# Fort Morgan



## kayakfisher33 (Feb 7, 2012)

This is a late report from last week. Made it out to Fort Morgan on October 26 at 10 am. Parked at Bon Secour Wildlife Refuge because I didnt know you could park outside the Fort without paying. The trip took about an 1hr 15 minutes from Mobile and the fort sits in the middle of nowhere right in the middle of Mobile Bay. Started out on the gulf side beach without much action but some small sharks w
hile trying to catch a blacktip. Didnt know exactly where the dixie bar was but I saw some boats off in the distance. After a 20 minute walk I could easily see where the bar was located due to the current from the gulf of mexico and mobile bay hitting each other. Everyone out at the fort was setup fishing the deep drop in the pass. I decided to give that a shot and had practicly no action besides several small rays. Around 6 I was about to give up until I started to walk back to my car and started talking to another guy from Birmingham who was fishing right on dixie bar. He said he had gotten some word that the fishing had been really good at dark on the bar. I asked him if I could fish with him. He was a nice guy and since I was running low on bait, he let me use his mullet. We tore the redfish up from 6:30 to 8:30. I think I caught 6 myself. The action was really fast and I lost 1 or 2 fish due to poor knots. It was extremly hard to tie a know even with a headlight because it was pitch black out there in the middle of nowhere. Was a fun night none the less and will have to make it out there again in the next month. Met a fellow PFF member out there named Sherry. It was good meeting you and did yall catch anymore after I left. Ended up calling it a night around 9:45 because the bite had shut done. It was a miserable 25 minute walk back to my car in the pitch black.

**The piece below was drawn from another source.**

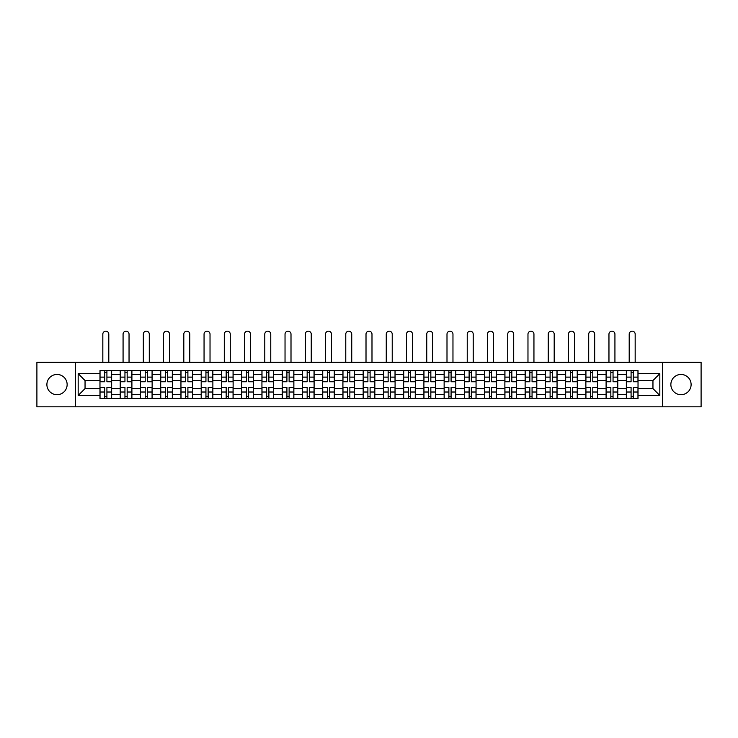 <?xml version="1.0" encoding="UTF-8"?>
<svg xmlns="http://www.w3.org/2000/svg" width="738" height="738" viewBox="0 0 738 738"><rect width="100%" height="100%" fill="white"/><g stroke="black" fill="none" stroke-linecap="round" stroke-linejoin="round"><path stroke-width="1.11" d="M680.98 374.452A10.12 10.12 0 0 0 670.86 384.572A10.12 10.12 0 0 0 680.98 394.692A10.12 10.12 0 0 0 691.109 384.572A10.12 10.12 0 0 0 680.98 374.452M57.02 374.452A10.12 10.12 0 0 0 46.891 384.572A10.12 10.12 0 0 0 57.02 394.692A10.12 10.12 0 0 0 67.14 384.572A10.12 10.12 0 0 0 57.02 374.452M662.429 406.832L701.1 406.832L701.1 362.312L36.9 362.312L36.9 406.832L662.429 406.832L662.429 362.312M120.22 398.52L120.22 374.581L111.65 374.581L111.65 398.52M111.65 374.581L111.65 370.624M120.22 374.581L120.22 370.624M131.899 370.624L131.899 398.52M140.46 398.52L140.46 370.624M152.139 370.624L152.139 398.52M160.709 398.52L160.709 370.624M172.388 370.624L172.388 398.52M180.948 398.52L180.948 370.624M192.636 370.624L192.636 398.52M201.197 398.52L201.197 370.624M212.876 370.624L212.876 398.52M221.446 398.52L221.446 370.624M233.125 370.624L233.125 398.52M241.686 398.52L241.686 370.624M253.365 370.624L253.365 398.52M261.935 398.52L261.935 370.624M273.614 370.624L273.614 398.52M282.184 398.52L282.184 370.624M293.862 370.624L293.862 398.52M302.423 398.52L302.423 370.624M314.102 370.624L314.102 398.52M322.672 398.52L322.672 370.624M334.351 370.624L334.351 398.52M342.912 398.52L342.912 370.624M354.591 370.624L354.591 398.52M363.161 398.52L363.161 370.624M374.839 370.624L374.839 398.52M383.409 398.52L383.409 370.624M395.088 370.624L395.088 398.52M403.649 398.52L403.649 370.624M415.328 370.624L415.328 398.52M423.898 398.52L423.898 370.624M435.577 370.624L435.577 398.52M444.138 398.52L444.138 370.624M455.816 370.624L455.816 398.52M464.386 398.52L464.386 370.624M476.065 370.624L476.065 398.52M484.635 398.52L484.635 370.624M496.314 370.624L496.314 398.52M504.875 398.52L504.875 370.624M516.554 370.624L516.554 398.52M525.124 398.52L525.124 370.624M536.803 370.624L536.803 398.52M545.364 398.52L545.364 370.624M557.052 370.624L557.052 398.52M565.612 398.52L565.612 370.624M577.291 370.624L577.291 398.52M585.861 398.52L585.861 370.624M597.54 370.624L597.54 398.52M606.101 398.52L606.101 370.624M617.78 370.624L617.78 398.52M626.35 398.52L626.35 370.624M626.35 388.594L617.78 388.594M606.101 388.594L597.54 388.594M585.861 388.594L577.291 388.594M565.612 388.594L557.052 388.594M545.364 388.594L536.803 388.594M525.124 388.594L516.554 388.594M504.875 388.594L496.314 388.594M484.635 388.594L476.065 388.594M464.386 388.594L455.816 388.594M444.138 388.594L435.577 388.594M423.898 388.594L415.328 388.594M403.649 388.594L395.088 388.594M383.409 388.594L374.839 388.594M363.161 388.594L354.591 388.594M342.912 388.594L334.351 388.594M322.672 388.594L314.102 388.594M302.423 388.594L293.862 388.594M282.184 388.594L273.614 388.594M261.935 388.594L253.365 388.594M241.686 388.594L233.125 388.594M221.446 388.594L212.876 388.594M201.197 388.594L192.636 388.594M180.948 388.594L172.388 388.594M160.709 388.594L152.139 388.594M140.46 388.594L131.899 388.594M120.22 388.594L111.65 388.594M626.35 380.55L617.78 380.55M606.101 380.55L597.54 380.55M585.861 380.55L577.291 380.55M565.612 380.55L557.052 380.55M545.364 380.55L536.803 380.55M525.124 380.55L516.554 380.55M504.875 380.55L496.314 380.55M484.635 380.55L476.065 380.55M464.386 380.55L455.816 380.55M444.138 380.55L435.577 380.55M423.898 380.55L415.328 380.55M403.649 380.55L395.088 380.55M383.409 380.55L374.839 380.55M363.161 380.55L354.591 380.55M342.912 380.55L334.351 380.55M322.672 380.55L314.102 380.55M302.423 380.55L293.862 380.55M282.184 380.55L273.614 380.55M261.935 380.55L253.365 380.55M241.686 380.55L233.125 380.55M221.446 380.55L212.876 380.55M201.197 380.55L192.636 380.55M180.948 380.55L172.388 380.55M160.709 380.55L152.139 380.55M140.46 380.55L131.899 380.55M120.22 380.55L111.65 380.55M85.045 388.594L99.971 388.594L99.971 380.55L85.045 380.55L85.045 388.594L78.173 395.476L78.173 373.668L99.971 373.668L99.971 380.55M638.029 380.55L638.029 388.594L652.955 388.594L652.955 380.55L638.029 380.55L638.029 370.624L99.971 370.624L99.971 373.668M638.029 373.668L659.827 373.668L659.827 395.476L638.029 395.476L638.029 388.594M99.971 388.594L99.971 398.52L638.029 398.52L638.029 395.476M99.971 395.476L78.173 395.476M75.571 406.832L75.571 362.312M106.918 396.574L104.713 396.574M104.713 372.57L106.918 372.57M127.157 396.574L124.953 396.574M124.953 372.57L127.157 372.57M147.406 396.574L145.202 396.574M145.202 372.57L147.406 372.57M167.655 396.574L165.441 396.574M165.441 372.57L167.655 372.57M187.895 396.574L185.69 396.574M185.69 372.57L187.895 372.57M208.144 396.574L205.939 396.574M205.939 372.57L208.144 372.57M228.383 396.574L226.179 396.574M226.179 372.57L228.383 372.57M248.632 396.574L246.427 396.574M246.427 372.57L248.632 372.57M268.881 396.574L266.667 396.574M266.667 372.57L268.881 372.57M289.121 396.574L286.916 396.574M286.916 372.57L289.121 372.57M309.37 396.574L307.165 396.574M307.165 372.57L309.37 372.57M329.609 396.574L327.404 396.574M327.404 372.57L329.609 372.57M349.858 396.574L347.653 396.574M347.653 372.57L349.858 372.57M370.107 396.574L367.893 396.574M367.893 372.57L370.107 372.57M390.347 396.574L388.142 396.574M388.142 372.57L390.347 372.57M410.596 396.574L408.391 396.574M408.391 372.57L410.596 372.57M430.835 396.574L428.63 396.574M428.63 372.57L430.835 372.57M451.084 396.574L448.879 396.574M448.879 372.57L451.084 372.57M471.333 396.574L469.119 396.574M469.119 372.57L471.333 372.57M491.573 396.574L489.368 396.574M489.368 372.57L491.573 372.57M511.821 396.574L509.617 396.574M509.617 372.57L511.821 372.57M532.061 396.574L529.856 396.574M529.856 372.57L532.061 372.57M552.31 396.574L550.105 396.574M550.105 372.57L552.31 372.57M572.559 396.574L570.345 396.574M570.345 372.57L572.559 372.57M592.798 396.574L590.594 396.574M590.594 372.57L592.798 372.57M613.047 396.574L610.843 396.574M610.843 372.57L613.047 372.57M633.287 396.574L631.082 396.574M631.082 372.57L633.287 372.57M78.173 373.668L85.045 380.55M652.955 388.594L659.827 395.476M652.955 380.55L659.827 373.668M108.8 362.312L108.8 334.157A2.989 2.989 80.4 0 0 105.811 331.168A2.989 2.989 80.4 0 0 102.831 334.157L102.831 362.312M106.918 381.786L106.918 370.753L111.586 370.753L111.586 381.786L106.918 381.786M104.713 372.441L106.918 372.441M104.713 370.753L100.036 370.753L100.036 381.786L104.713 381.786L104.713 370.753L106.918 370.753M104.713 387.635L100.036 387.367L104.713 387.367L104.713 398.391L100.036 398.391L102.628 398.391M100.036 387.635L100.036 398.391M106.918 396.712L104.713 396.712M108.993 398.391L111.586 398.391L111.586 387.367L106.918 387.367L106.918 398.391L102.831 398.391M111.586 398.391L108.8 398.391M129.039 362.312L129.039 334.157A2.989 2.989 80.4 0 0 126.06 331.168A2.989 2.989 80.4 0 0 123.071 334.157L123.071 362.312M127.157 381.786L127.157 370.753L131.834 370.753L131.834 381.786L127.157 381.786M124.953 372.441L127.157 372.441M124.953 370.753L120.285 370.753L120.285 381.786L124.953 381.786L124.953 370.753L127.157 370.753M149.288 362.312L149.288 334.157A2.989 2.989 80.4 0 0 146.299 331.168A2.989 2.989 80.4 0 0 143.32 334.157L143.32 362.312M147.406 381.786L147.406 370.753L152.074 370.753L152.074 381.786L147.406 381.786M145.202 372.441L147.406 372.441M145.202 370.753L140.524 370.753L140.524 381.786L145.202 381.786L145.202 370.753L147.406 370.753M124.953 387.635L120.285 387.367L124.953 387.367L124.953 398.391L120.285 398.391L122.877 398.391M120.285 387.635L120.285 398.391M127.157 396.712L124.953 396.712M129.233 398.391L131.834 398.391L131.834 387.367L127.157 387.367L127.157 398.391L123.071 398.391M131.834 398.391L129.039 398.391M145.202 387.635L140.524 387.367L145.202 387.367L145.202 398.391L140.524 398.391L143.126 398.391M140.524 387.635L140.524 398.391M147.406 396.712L145.202 396.712M149.482 398.391L152.074 398.391L152.074 387.367L147.406 387.367L147.406 398.391L143.32 398.391M152.074 398.391L149.288 398.391M169.528 362.312L169.528 334.157A2.989 2.989 80.4 0 0 166.548 331.168A2.989 2.989 80.4 0 0 163.559 334.157L163.559 362.312M167.655 381.786L167.655 370.753L172.323 370.753L172.323 381.786L167.655 381.786M165.441 372.441L167.655 372.441M165.441 370.753L160.773 370.753L160.773 381.786L165.441 381.786L165.441 370.753L167.655 370.753M189.777 362.312L189.777 334.157A2.989 2.989 80.4 0 0 186.797 331.168A2.989 2.989 80.4 0 0 183.808 334.157L183.808 362.312M187.895 381.786L187.895 370.753L192.572 370.753L192.572 381.786L187.895 381.786M185.69 372.441L187.895 372.441M185.69 370.753L181.022 370.753L181.022 381.786L185.69 381.786L185.69 370.753L187.895 370.753M210.026 362.312L210.026 334.157A2.989 2.989 80.4 0 0 207.037 331.168A2.989 2.989 80.4 0 0 204.057 334.157L204.057 362.312M208.144 381.786L208.144 370.753L212.812 370.753L212.812 381.786L208.144 381.786M205.939 372.441L208.144 372.441M205.939 370.753L201.262 370.753L201.262 381.786L205.939 381.786L205.939 370.753L208.144 370.753M165.441 387.635L160.773 387.367L165.441 387.367L165.441 398.391L160.773 398.391L163.366 398.391M160.773 387.635L160.773 398.391M167.655 396.712L165.441 396.712M169.731 398.391L172.323 398.391L172.323 387.367L167.655 387.367L167.655 398.391L163.559 398.391M172.323 398.391L169.528 398.391M185.69 387.635L181.022 387.367L185.69 387.367L185.69 398.391L181.022 398.391L183.614 398.391M181.022 387.635L181.022 398.391M187.895 396.712L185.69 396.712M189.97 398.391L192.572 398.391L192.572 387.367L187.895 387.367L187.895 398.391L183.808 398.391M192.572 398.391L189.777 398.391M205.939 387.635L201.262 387.367L205.939 387.367L205.939 398.391L201.262 398.391L203.854 398.391M201.262 387.635L201.262 398.391M208.144 396.712L205.939 396.712M210.219 398.391L212.812 398.391L212.812 387.367L208.144 387.367L208.144 398.391L204.057 398.391M212.812 398.391L210.026 398.391M230.265 362.312L230.265 334.157A2.989 2.989 80.4 0 0 227.286 331.168A2.989 2.989 80.4 0 0 224.297 334.157L224.297 362.312M228.383 381.786L228.383 370.753L233.06 370.753L233.06 381.786L228.383 381.786M226.179 372.441L228.383 372.441M226.179 370.753L221.511 370.753L221.511 381.786L226.179 381.786L226.179 370.753L228.383 370.753M226.179 387.635L221.511 387.367L226.179 387.367L226.179 398.391L221.511 398.391L224.103 398.391M221.511 387.635L221.511 398.391M228.383 396.712L226.179 396.712M230.459 398.391L233.06 398.391L233.06 387.367L228.383 387.367L228.383 398.391L224.297 398.391M233.06 398.391L230.265 398.391M250.514 362.312L250.514 334.157A2.989 2.989 80.4 0 0 247.525 331.168A2.989 2.989 80.4 0 0 244.546 334.157L244.546 362.312M248.632 381.786L248.632 370.753L253.3 370.753L253.3 381.786L248.632 381.786M246.427 372.441L248.632 372.441M246.427 370.753L241.75 370.753L241.75 381.786L246.427 381.786L246.427 370.753L248.632 370.753M246.427 387.635L241.75 387.367L246.427 387.367L246.427 398.391L241.75 398.391L244.352 398.391M241.75 387.635L241.75 398.391M248.632 396.712L246.427 396.712M250.708 398.391L253.3 398.391L253.3 387.367L248.632 387.367L248.632 398.391L244.546 398.391M253.3 398.391L250.514 398.391M270.763 362.312L270.763 334.157A2.989 2.989 80.4 0 0 267.774 331.168A2.989 2.989 80.4 0 0 264.785 334.157L264.785 362.312M268.881 381.786L268.881 370.753L273.549 370.753L273.549 381.786L268.881 381.786M266.667 372.441L268.881 372.441M266.667 370.753L261.999 370.753L261.999 381.786L266.667 381.786L266.667 370.753L268.881 370.753M266.667 387.635L261.999 387.367L266.667 387.367L266.667 398.391L261.999 398.391L264.591 398.391M261.999 387.635L261.999 398.391M268.881 396.712L266.667 396.712M270.957 398.391L273.549 398.391L273.549 387.367L268.881 387.367L268.881 398.391L264.785 398.391M273.549 398.391L270.763 398.391M291.003 362.312L291.003 334.157A2.989 2.989 80.4 0 0 288.023 331.168A2.989 2.989 80.4 0 0 285.034 334.157L285.034 362.312M289.121 381.786L289.121 370.753L293.798 370.753L293.798 381.786L289.121 381.786M286.916 372.441L289.121 372.441M286.916 370.753L282.248 370.753L282.248 381.786L286.916 381.786L286.916 370.753L289.121 370.753M286.916 387.635L282.248 387.367L286.916 387.367L286.916 398.391L282.248 398.391L284.84 398.391M282.248 387.635L282.248 398.391M289.121 396.712L286.916 396.712M291.196 398.391L293.798 398.391L293.798 387.367L289.121 387.367L289.121 398.391L285.034 398.391M293.798 398.391L291.003 398.391M311.251 362.312L311.251 334.157A2.989 2.989 80.4 0 0 308.263 331.168A2.989 2.989 80.4 0 0 305.283 334.157L305.283 362.312M309.37 381.786L309.37 370.753L314.037 370.753L314.037 381.786L309.37 381.786M307.165 372.441L309.37 372.441M307.165 370.753L302.488 370.753L302.488 381.786L307.165 381.786L307.165 370.753L309.37 370.753M331.491 362.312L331.491 334.157A2.989 2.989 80.4 0 0 328.511 331.168A2.989 2.989 80.4 0 0 325.523 334.157L325.523 362.312M329.609 381.786L329.609 370.753L334.286 370.753L334.286 381.786L329.609 381.786M327.404 372.441L329.609 372.441M327.404 370.753L322.737 370.753L322.737 381.786L327.404 381.786L327.404 370.753L329.609 370.753M351.74 362.312L351.74 334.157A2.989 2.989 80.4 0 0 348.751 331.168A2.989 2.989 80.4 0 0 345.771 334.157L345.771 362.312M349.858 381.786L349.858 370.753L354.526 370.753L354.526 381.786L349.858 381.786M347.653 372.441L349.858 372.441M347.653 370.753L342.976 370.753L342.976 381.786L347.653 381.786L347.653 370.753L349.858 370.753M371.989 362.312L371.989 334.157A2.989 2.989 80.4 0 0 369 331.168A2.989 2.989 80.4 0 0 366.011 334.157L366.011 362.312M370.107 381.786L370.107 370.753L374.775 370.753L374.775 381.786L370.107 381.786M367.893 372.441L370.107 372.441M367.893 370.753L363.225 370.753L363.225 381.786L367.893 381.786L367.893 370.753L370.107 370.753M392.229 362.312L392.229 334.157A2.989 2.989 80.4 0 0 389.249 331.168A2.989 2.989 80.4 0 0 386.26 334.157L386.26 362.312M390.347 381.786L390.347 370.753L395.024 370.753L395.024 381.786L390.347 381.786M388.142 372.441L390.347 372.441M388.142 370.753L383.474 370.753L383.474 381.786L388.142 381.786L388.142 370.753L390.347 370.753M412.477 362.312L412.477 334.157A2.989 2.989 80.4 0 0 409.489 331.168A2.989 2.989 80.4 0 0 406.509 334.157L406.509 362.312M410.596 381.786L410.596 370.753L415.263 370.753L415.263 381.786L410.596 381.786M408.391 372.441L410.596 372.441M408.391 370.753L403.714 370.753L403.714 381.786L408.391 381.786L408.391 370.753L410.596 370.753M307.165 387.635L302.488 387.367L307.165 387.367L307.165 398.391L302.488 398.391L305.089 398.391M302.488 387.635L302.488 398.391M309.37 396.712L307.165 396.712M311.445 398.391L314.037 398.391L314.037 387.367L309.37 387.367L309.37 398.391L305.283 398.391M314.037 398.391L311.251 398.391M327.404 387.635L322.737 387.367L327.404 387.367L327.404 398.391L322.737 398.391L325.329 398.391M322.737 387.635L322.737 398.391M329.609 396.712L327.404 396.712M331.685 398.391L334.286 398.391L334.286 387.367L329.609 387.367L329.609 398.391L325.523 398.391M334.286 398.391L331.491 398.391M347.653 387.635L342.976 387.367L347.653 387.367L347.653 398.391L342.976 398.391L345.578 398.391M342.976 387.635L342.976 398.391M349.858 396.712L347.653 396.712M351.934 398.391L354.526 398.391L354.526 387.367L349.858 387.367L349.858 398.391L345.771 398.391M354.526 398.391L351.74 398.391M367.893 387.635L363.225 387.367L367.893 387.367L367.893 398.391L363.225 398.391L365.817 398.391M363.225 387.635L363.225 398.391M370.107 396.712L367.893 396.712M372.183 398.391L374.775 398.391L374.775 387.367L370.107 387.367L370.107 398.391L366.011 398.391M374.775 398.391L371.989 398.391M388.142 387.635L383.474 387.367L388.142 387.367L388.142 398.391L383.474 398.391L386.066 398.391M383.474 387.635L383.474 398.391M390.347 396.712L388.142 396.712M392.422 398.391L395.024 398.391L395.024 387.367L390.347 387.367L390.347 398.391L386.26 398.391M395.024 398.391L392.229 398.391M408.391 387.635L403.714 387.367L408.391 387.367L408.391 398.391L403.714 398.391L406.315 398.391M403.714 387.635L403.714 398.391M410.596 396.712L408.391 396.712M412.671 398.391L415.263 398.391L415.263 387.367L410.596 387.367L410.596 398.391L406.509 398.391M415.263 398.391L412.477 398.391M432.717 362.312L432.717 334.157A2.989 2.989 80.4 0 0 429.737 331.168A2.989 2.989 80.4 0 0 426.749 334.157L426.749 362.312M430.835 381.786L430.835 370.753L435.512 370.753L435.512 381.786L430.835 381.786M428.63 372.441L430.835 372.441M428.63 370.753L423.963 370.753L423.963 381.786L428.63 381.786L428.63 370.753L430.835 370.753M428.63 387.635L423.963 387.367L428.63 387.367L428.63 398.391L423.963 398.391L426.555 398.391M423.963 387.635L423.963 398.391M430.835 396.712L428.63 396.712M432.911 398.391L435.512 398.391L435.512 387.367L430.835 387.367L430.835 398.391L426.749 398.391M435.512 398.391L432.717 398.391M452.966 362.312L452.966 334.157A2.989 2.989 80.4 0 0 449.977 331.168A2.989 2.989 80.4 0 0 446.997 334.157L446.997 362.312M451.084 381.786L451.084 370.753L455.752 370.753L455.752 381.786L451.084 381.786M448.879 372.441L451.084 372.441M448.879 370.753L444.202 370.753L444.202 381.786L448.879 381.786L448.879 370.753L451.084 370.753M448.879 387.635L444.202 387.367L448.879 387.367L448.879 398.391L444.202 398.391L446.804 398.391M444.202 387.635L444.202 398.391M451.084 396.712L448.879 396.712M453.16 398.391L455.752 398.391L455.752 387.367L451.084 387.367L451.084 398.391L446.997 398.391M455.752 398.391L452.966 398.391M473.215 362.312L473.215 334.157A2.989 2.989 80.4 0 0 470.226 331.168A2.989 2.989 80.4 0 0 467.237 334.157L467.237 362.312M471.333 381.786L471.333 370.753L476.001 370.753L476.001 381.786L471.333 381.786M469.119 372.441L471.333 372.441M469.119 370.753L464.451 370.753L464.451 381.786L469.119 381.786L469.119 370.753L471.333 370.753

On Friday I decided to wade fish a creek after work. Ended up catching the bass grand slam with a redeye bass, several largemouth, and close to 20 spotted bass. I had never made it that far upstream on this creek and was quite suprised with the wade fishing. I dont think I had ever caught a largemouth from this body of water and never a redeye bass. It was not that long ago when this particular creek was topp 50 most polluted in the United States and it has rebounded nicely. Most of the creeks and rivers in the Bham area (minus the Cahaba) were top 50 most pollluted at one time due to dumping from plants, coal mining, and iron ore mining. 

Went back out to the creek today and fished a new area downstream I had never fished. The water had taking a drop in temperature after this crazy coldfront and was 54 degrees at its wamest today (60 on friday). The spotted bass didnt seem to mind the cold water and I ended up catching about 25. I love this time of year wade fishing because the fishing is better than the summer, the fish are easy to predict, and the fish are bigger.


----------



## Chapman5011 (Mar 7, 2013)

That bar goes out about 7-8 miles. You can still be waist deep, then it drops straight down to 40 ft. In the channel. Great spot this time of the year for big giant bull reds. You can catch them from shore. They run up and down the coast and Dixie bar.


----------



## themance (Oct 29, 2014)

*Whiting*

Hey,
If you fish around the docks, lately there have been nice white trout and whiting hitting on shrimp. Caught a nice black tip on Thursday night at the point.:thumbup: Nice reds there also


----------